The physical language of molecular codes: A rate-distortion approach to the evolution and emergence of biological codes

TL;DR

This paper applies rate-distortion theory to understand how molecular codes like the genetic code evolve and emerge, framing it as an optimal information channel design problem influenced by biological fitness and resource costs.

Contribution

It introduces a novel rate-distortion framework to model the emergence and evolution of molecular codes as phase transitions in information channels.

Findings

Molecular code emergence can be modeled as a phase transition.

Organism fitness depends on code quality and resource costs.

The approach links biological evolution to communication theory.

Abstract

The function of the organism hinges on the performance of its information-processing networks, which convey information via molecular recognition.

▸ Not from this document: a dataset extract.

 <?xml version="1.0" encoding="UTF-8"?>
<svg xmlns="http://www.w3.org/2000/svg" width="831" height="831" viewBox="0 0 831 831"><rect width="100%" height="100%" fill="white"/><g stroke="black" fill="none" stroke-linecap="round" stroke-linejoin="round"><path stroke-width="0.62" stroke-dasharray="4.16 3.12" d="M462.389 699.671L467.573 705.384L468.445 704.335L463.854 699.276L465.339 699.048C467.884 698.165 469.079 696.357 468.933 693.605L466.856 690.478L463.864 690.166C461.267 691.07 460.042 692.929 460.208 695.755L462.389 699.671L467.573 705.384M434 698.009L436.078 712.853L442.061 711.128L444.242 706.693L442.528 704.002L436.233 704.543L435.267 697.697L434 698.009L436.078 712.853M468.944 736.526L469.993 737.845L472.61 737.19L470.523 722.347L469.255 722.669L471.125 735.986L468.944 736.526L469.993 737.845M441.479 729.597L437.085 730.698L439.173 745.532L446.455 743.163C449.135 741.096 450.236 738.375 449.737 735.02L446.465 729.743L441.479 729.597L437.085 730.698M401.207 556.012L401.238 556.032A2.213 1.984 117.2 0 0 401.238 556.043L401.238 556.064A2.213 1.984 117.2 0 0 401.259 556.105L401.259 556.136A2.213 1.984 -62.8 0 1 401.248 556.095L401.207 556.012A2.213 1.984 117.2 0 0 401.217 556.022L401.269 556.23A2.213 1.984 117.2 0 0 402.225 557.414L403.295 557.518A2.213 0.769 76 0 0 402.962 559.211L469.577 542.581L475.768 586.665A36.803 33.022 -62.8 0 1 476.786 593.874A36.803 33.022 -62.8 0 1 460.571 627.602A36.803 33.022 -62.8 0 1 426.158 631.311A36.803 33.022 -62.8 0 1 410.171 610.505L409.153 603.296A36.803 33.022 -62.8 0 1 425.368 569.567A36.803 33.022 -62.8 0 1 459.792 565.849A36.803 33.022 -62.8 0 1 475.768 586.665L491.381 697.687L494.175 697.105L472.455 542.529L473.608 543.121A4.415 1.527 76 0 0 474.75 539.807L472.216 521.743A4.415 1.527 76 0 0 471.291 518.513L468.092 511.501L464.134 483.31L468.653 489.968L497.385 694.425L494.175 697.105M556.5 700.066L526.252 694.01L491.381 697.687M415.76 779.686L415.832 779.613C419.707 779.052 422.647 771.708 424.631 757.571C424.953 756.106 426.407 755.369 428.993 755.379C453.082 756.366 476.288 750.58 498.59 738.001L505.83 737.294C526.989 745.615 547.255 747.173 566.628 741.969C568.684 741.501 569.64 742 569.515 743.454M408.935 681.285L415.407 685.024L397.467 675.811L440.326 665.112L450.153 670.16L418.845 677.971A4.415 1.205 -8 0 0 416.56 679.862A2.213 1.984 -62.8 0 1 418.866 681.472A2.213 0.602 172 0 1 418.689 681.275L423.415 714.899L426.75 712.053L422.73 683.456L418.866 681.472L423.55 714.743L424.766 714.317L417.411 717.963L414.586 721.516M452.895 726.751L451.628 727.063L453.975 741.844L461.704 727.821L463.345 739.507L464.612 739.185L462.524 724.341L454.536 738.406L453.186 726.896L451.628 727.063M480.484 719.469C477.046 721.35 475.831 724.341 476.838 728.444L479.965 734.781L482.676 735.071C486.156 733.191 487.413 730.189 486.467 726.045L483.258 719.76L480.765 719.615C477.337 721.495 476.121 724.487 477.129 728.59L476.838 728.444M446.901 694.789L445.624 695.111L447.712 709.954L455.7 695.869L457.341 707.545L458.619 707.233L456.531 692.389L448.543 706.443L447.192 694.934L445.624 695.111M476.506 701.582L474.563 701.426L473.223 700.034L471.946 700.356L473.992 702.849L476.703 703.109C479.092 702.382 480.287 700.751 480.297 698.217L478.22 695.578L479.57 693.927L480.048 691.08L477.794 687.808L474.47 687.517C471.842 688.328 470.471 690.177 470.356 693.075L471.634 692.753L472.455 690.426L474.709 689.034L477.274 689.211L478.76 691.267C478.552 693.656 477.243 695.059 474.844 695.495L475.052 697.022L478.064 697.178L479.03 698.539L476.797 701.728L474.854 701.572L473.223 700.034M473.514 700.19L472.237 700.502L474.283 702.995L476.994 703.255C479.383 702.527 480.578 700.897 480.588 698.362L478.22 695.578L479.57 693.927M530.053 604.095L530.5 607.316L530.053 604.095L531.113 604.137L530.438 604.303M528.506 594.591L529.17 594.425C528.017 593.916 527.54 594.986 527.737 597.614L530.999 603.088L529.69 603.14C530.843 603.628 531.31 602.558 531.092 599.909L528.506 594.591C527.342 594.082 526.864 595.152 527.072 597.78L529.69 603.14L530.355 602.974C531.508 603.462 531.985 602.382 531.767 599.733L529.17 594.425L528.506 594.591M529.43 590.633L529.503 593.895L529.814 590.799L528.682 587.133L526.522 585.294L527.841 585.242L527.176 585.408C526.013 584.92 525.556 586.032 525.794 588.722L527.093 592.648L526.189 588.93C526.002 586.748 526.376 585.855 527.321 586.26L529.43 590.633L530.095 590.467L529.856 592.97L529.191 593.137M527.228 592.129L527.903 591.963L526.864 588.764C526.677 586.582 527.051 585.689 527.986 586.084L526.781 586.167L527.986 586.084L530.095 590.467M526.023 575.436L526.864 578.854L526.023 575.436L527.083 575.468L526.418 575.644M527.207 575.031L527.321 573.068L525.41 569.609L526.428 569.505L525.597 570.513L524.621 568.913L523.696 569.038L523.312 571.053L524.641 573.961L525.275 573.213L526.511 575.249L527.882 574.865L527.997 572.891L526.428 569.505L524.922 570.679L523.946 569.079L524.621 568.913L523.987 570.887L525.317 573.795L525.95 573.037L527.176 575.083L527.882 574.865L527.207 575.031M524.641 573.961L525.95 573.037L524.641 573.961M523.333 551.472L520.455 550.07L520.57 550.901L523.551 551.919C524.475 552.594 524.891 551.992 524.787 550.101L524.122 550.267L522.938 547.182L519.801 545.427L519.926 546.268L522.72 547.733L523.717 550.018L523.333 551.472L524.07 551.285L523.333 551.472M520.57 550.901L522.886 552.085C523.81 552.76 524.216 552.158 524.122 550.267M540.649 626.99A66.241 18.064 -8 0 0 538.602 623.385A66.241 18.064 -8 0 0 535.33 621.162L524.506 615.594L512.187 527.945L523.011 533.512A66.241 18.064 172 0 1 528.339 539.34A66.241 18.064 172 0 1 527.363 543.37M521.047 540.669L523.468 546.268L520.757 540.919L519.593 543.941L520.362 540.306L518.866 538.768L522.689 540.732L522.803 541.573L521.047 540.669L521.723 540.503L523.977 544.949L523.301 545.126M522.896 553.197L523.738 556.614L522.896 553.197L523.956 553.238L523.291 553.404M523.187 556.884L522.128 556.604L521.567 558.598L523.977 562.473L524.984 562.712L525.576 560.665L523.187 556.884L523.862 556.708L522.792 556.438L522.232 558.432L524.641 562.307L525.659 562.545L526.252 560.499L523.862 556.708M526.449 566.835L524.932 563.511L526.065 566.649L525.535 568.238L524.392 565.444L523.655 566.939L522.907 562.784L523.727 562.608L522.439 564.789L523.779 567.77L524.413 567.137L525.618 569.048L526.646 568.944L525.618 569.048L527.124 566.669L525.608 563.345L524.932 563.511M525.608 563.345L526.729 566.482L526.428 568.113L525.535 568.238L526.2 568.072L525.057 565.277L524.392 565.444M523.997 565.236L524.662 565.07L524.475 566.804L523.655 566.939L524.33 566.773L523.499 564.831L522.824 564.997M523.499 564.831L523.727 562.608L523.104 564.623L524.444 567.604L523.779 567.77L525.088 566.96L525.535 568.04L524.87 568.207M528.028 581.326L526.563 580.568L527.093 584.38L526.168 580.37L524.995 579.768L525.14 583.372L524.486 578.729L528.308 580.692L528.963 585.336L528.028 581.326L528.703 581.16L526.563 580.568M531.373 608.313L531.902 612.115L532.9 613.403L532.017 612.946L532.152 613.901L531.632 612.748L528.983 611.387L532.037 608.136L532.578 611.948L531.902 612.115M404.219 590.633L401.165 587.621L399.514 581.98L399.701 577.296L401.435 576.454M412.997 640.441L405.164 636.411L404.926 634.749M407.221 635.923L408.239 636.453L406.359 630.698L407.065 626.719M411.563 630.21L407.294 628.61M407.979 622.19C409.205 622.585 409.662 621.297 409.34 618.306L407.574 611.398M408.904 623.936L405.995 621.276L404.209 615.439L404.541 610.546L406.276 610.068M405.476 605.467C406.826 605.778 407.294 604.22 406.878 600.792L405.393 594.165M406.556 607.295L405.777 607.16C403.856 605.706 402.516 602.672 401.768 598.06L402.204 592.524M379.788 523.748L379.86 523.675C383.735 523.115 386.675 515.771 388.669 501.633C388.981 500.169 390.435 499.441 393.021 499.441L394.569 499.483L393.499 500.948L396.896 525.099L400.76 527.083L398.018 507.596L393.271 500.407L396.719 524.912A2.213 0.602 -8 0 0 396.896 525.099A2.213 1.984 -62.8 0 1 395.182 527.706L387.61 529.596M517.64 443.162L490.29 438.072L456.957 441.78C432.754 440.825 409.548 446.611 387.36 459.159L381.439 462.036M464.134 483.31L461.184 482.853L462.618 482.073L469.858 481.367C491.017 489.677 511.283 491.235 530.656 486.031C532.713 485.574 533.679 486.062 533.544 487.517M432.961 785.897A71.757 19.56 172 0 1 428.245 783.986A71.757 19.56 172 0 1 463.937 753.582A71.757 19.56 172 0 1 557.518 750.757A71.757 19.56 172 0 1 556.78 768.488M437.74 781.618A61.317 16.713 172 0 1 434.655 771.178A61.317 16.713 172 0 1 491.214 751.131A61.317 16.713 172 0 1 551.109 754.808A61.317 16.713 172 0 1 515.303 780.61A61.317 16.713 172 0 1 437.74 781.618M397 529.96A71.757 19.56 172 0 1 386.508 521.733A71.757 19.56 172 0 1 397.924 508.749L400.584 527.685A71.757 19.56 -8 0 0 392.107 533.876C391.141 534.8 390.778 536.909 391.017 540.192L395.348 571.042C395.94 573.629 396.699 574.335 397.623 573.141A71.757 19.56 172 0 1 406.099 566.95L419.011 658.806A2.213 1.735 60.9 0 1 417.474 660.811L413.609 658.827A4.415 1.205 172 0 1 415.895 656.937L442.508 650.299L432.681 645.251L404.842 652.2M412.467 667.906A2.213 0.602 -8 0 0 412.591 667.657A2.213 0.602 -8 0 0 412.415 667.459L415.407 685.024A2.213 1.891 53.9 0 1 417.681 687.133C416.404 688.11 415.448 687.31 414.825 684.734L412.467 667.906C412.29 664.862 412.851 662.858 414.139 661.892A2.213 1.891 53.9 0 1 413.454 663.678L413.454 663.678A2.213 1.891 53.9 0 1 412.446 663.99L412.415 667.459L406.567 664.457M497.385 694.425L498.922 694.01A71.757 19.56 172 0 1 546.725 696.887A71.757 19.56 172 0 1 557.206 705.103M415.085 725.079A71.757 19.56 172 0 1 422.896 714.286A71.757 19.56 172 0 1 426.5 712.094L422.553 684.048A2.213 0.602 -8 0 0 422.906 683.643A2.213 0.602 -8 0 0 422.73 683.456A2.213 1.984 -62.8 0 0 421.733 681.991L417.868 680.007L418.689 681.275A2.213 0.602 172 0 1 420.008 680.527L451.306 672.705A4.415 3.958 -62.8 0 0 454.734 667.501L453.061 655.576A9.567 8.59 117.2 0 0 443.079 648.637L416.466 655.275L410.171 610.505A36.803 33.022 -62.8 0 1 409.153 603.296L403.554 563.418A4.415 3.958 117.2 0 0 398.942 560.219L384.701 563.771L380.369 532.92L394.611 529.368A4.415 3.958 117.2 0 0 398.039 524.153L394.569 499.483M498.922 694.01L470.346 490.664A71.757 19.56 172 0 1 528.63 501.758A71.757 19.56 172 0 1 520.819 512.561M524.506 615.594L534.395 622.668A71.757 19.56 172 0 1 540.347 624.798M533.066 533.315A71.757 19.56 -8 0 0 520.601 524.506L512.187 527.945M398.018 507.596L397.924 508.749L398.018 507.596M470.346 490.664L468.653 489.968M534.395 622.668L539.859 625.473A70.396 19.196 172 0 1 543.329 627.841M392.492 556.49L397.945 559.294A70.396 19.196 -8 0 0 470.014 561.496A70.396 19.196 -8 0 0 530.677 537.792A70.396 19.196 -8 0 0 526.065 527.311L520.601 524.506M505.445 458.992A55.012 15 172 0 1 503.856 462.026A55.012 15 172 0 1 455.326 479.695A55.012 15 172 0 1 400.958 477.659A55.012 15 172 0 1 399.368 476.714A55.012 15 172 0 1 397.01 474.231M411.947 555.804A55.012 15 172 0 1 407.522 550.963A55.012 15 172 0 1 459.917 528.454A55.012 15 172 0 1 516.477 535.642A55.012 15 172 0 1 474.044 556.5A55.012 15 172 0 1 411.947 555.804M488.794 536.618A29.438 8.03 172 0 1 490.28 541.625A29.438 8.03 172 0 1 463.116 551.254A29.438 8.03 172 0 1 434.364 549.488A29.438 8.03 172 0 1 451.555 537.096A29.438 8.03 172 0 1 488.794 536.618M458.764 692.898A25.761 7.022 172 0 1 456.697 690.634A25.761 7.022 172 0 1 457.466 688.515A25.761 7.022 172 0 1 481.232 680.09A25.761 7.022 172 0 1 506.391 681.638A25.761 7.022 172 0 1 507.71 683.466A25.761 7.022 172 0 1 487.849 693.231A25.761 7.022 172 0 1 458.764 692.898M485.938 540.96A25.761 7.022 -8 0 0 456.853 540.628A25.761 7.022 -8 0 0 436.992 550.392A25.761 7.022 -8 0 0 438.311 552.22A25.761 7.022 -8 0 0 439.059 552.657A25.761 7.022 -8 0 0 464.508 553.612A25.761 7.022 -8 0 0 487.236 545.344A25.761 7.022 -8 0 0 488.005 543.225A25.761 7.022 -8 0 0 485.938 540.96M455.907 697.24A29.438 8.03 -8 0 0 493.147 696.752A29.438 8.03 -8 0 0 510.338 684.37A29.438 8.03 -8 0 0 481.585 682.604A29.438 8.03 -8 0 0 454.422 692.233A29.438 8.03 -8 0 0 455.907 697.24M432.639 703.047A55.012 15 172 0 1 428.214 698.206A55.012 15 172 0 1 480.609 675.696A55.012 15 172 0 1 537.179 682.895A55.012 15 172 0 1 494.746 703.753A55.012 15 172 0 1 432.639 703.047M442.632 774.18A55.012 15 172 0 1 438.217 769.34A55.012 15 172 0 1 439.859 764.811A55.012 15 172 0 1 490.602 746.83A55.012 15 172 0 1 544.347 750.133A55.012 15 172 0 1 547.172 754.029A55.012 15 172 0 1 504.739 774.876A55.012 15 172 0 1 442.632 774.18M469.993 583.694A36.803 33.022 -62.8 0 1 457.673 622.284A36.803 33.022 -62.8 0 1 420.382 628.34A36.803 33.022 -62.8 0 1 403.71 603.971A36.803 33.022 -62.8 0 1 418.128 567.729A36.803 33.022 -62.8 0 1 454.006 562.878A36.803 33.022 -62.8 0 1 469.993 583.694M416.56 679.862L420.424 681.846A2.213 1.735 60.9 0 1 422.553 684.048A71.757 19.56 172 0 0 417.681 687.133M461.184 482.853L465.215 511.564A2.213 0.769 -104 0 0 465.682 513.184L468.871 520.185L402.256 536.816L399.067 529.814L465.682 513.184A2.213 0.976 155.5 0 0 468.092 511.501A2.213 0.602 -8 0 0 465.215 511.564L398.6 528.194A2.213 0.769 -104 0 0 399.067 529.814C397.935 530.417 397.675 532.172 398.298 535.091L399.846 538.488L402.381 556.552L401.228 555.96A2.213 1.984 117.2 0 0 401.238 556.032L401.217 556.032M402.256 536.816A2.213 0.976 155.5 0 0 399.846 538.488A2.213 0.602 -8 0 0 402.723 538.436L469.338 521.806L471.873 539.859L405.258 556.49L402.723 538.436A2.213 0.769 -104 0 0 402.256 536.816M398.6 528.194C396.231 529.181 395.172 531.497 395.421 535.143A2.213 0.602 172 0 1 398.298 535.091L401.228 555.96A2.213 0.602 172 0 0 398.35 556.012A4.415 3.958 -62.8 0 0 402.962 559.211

Many paths within these networks utilize molecular codebooks, such as the genetic code, to translate information written in one class of molecules into another molecular "language" . The present paper examines the emergence and evolution of molecular codes in terms of rate-distortion theory and reviews recent results of this approach. We discuss how the biological problem of maximizing the fitness of an organism by optimizing its molecular coding machinery is equivalent to the communication engineering problem of designing an optimal information channel. The fitness of a molecular code takes into account the interplay between the quality of the channel and the cost of resources which the organism needs to invest in its construction and maintenance. We analyze the dynamics of a population of organisms that compete according to the fitness of their codes. The model suggests a generic mechanism for the emergence of molecular codes as a phase transition in an information channel. This mechanism is put into biological context and demonstrated in a simple example.